Sofística
(uma biografia do conhecimento)
45.9 – Protágoras, o legislador.
Gilbert Romeyer-Dherbey pontua:
“Foi Protágoras que Péricles e o regime democrático ateniense escolheram em 444 para elaborar a Constituição de Túrios.
E a Constituição de Túrios não podia ser senão uma constituição de tipo democrático.
[...]
A política e o direito constituem um campo privilegiado para a visão antilógica das coisas. A ambiguidade reina no domínio antropológico e é nesta seção das Antilogias que devia ter lugar a discussão sobre a morte de Epitímio de Farsália evocada por Plutarco: “Com efeito, em virtude de alguém, no pentatlo, ter atingido, sem querer, com um dardo, Epitímio de Farsália e o ter morto, Péricles consagrou um dia inteiro a interrogar-se se era, de acordo com a argumentação mais correta, o dardo, ou antes aquele que o lançara, ou os organismos dos Jogos, que haveria que considerar como causas do drama.” [Osório diz: A antilogia no Direito e na Política]
Esta discussão não visava instaurar uma hierarquia nos níveis da responsabilidade (fez-se saber que, para o direito arcaico, um objeto pode ser declarado culpável), mas segundo interpretação de G. Rensi, devia mostrar a impossibilidade em que se estava para a determinar, a não ser arbitrariamente. Três causas da morte de Epitímio podem ser invocadas, e igualmente legítimas segundo o ponto de vista adotado: para o médico, foi o dardo que causou a morte; para o juiz, foi quem o lançou; para a autoridade política, foi o organizador dos Jogos. A lição deste fragmento é, portanto, a de um perspectivismo que tende a provar que não existe um perfeito absoluto e em si, permitindo discernir ao vivo e certeiramente, nos casos jurídicos concretos. [Osório diz: por que Péricles passou um dia discutindo com Protágoras]

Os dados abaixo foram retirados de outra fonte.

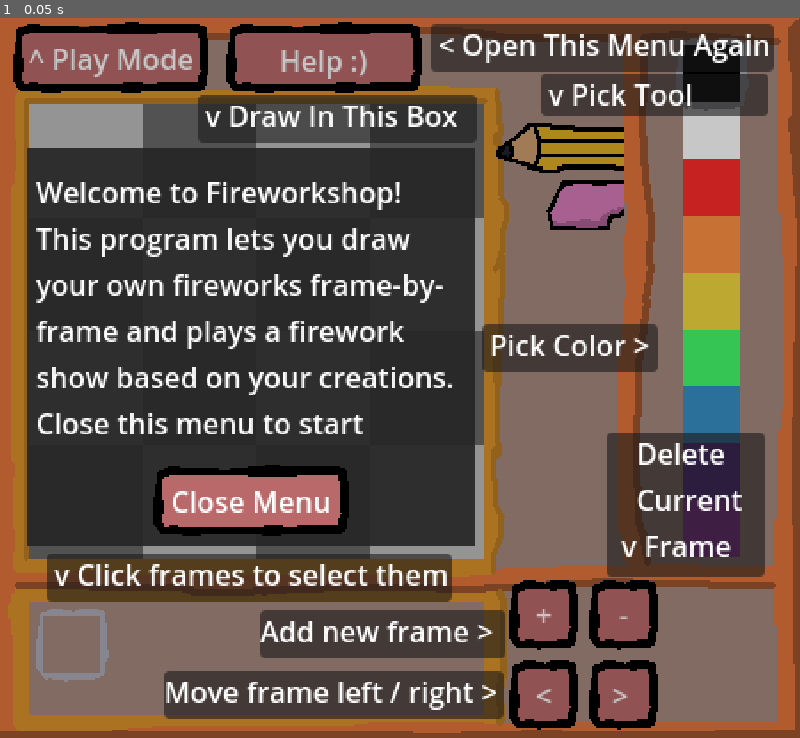
Above: before the commit, frame 1.
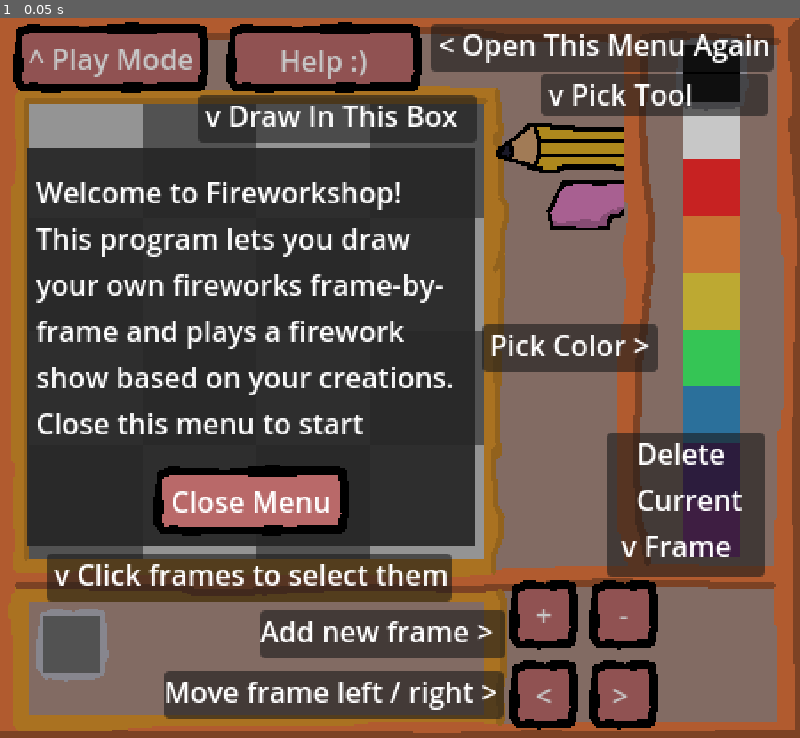
Above: after the commit, the same moment.

Repository: kennethbchen/Fireworkshop-Game
Game: Godot game, scene res://scenes/main.tscn
Two runs of this game, one before a commit and one after it. Both use one fixed random seed, a clock stepped at 60 frames per second and the inputs below. Sound files missing from this copy of the repository are replaced by a short silence.
Inputs:
- Up to frame 1 (0.05 s): no input

The runs differ from the first frame. In frame 1, 0.6% of the frame differs, in the area x 5-13%, y 83-91%.

Commit message:
Added background to frames in flipbook navigator

Diff:
--- a/scripts/flipbook_navigator.gd
+++ b/scripts/flipbook_navigator.gd
@@ -28,6 +28,14 @@
 			var child: TextureRect = TextureRect.new()
 			frame_parent.add_child(child)
 
+			var background: ColorRect = ColorRect.new()
+			background.color = Color.DIM_GRAY
+			background.size = Vector2(%PlayerData.frame_width, %PlayerData.frame_height)
+			background.mouse_filter = Control.MOUSE_FILTER_IGNORE
+			background.z_index = -1
+
+			child.add_child(background)
+
 			child.gui_input.connect(func(event): _on_frame_gui_input(event, init_children_count + i))

Se há uma disciplina que não se adapta ao perspectivismo é a matemática, que, aos olhos de Protágoras, é uma arte (techné). Também procura demonstrar que é igualmente antilógica e, como as outras artes, se contradiz. Com efeito, a geometria ensina-nos que a reta tangente ao círculo toca este círculo em um ponto, mas se traçamos o círculo e a reta perceptíveis, apercebemo-nos de que a reta toca sempre o círculo em vários pontos e que nunca poderemos obter uma figura conforme com as definições matemáticas. Ora, a geometria não pode, para raciocinar, dispensar a consideração das figuras, cujo traçado desmente o discurso que o matemático elabora a seu respeito: “Com efeito, o círculo toca a tangente não apenas num ponto, mas como disse Protágoras na sua refutação dos geómetras.” Se a matemática é antilógica, a fortiori também o serão as outras artes. No final das Antilogias põe-se, portanto, de maneira premente, o problema da verdade.” [Osório diz: os matemáticos serem mais uns “inimigos” do Sofista). (Fonte: Os sofistas, Gilbert Romeyer-Dherbey, tradução João Amado, Edições 70, Lisboa, 1999, p. 15 e 21-22).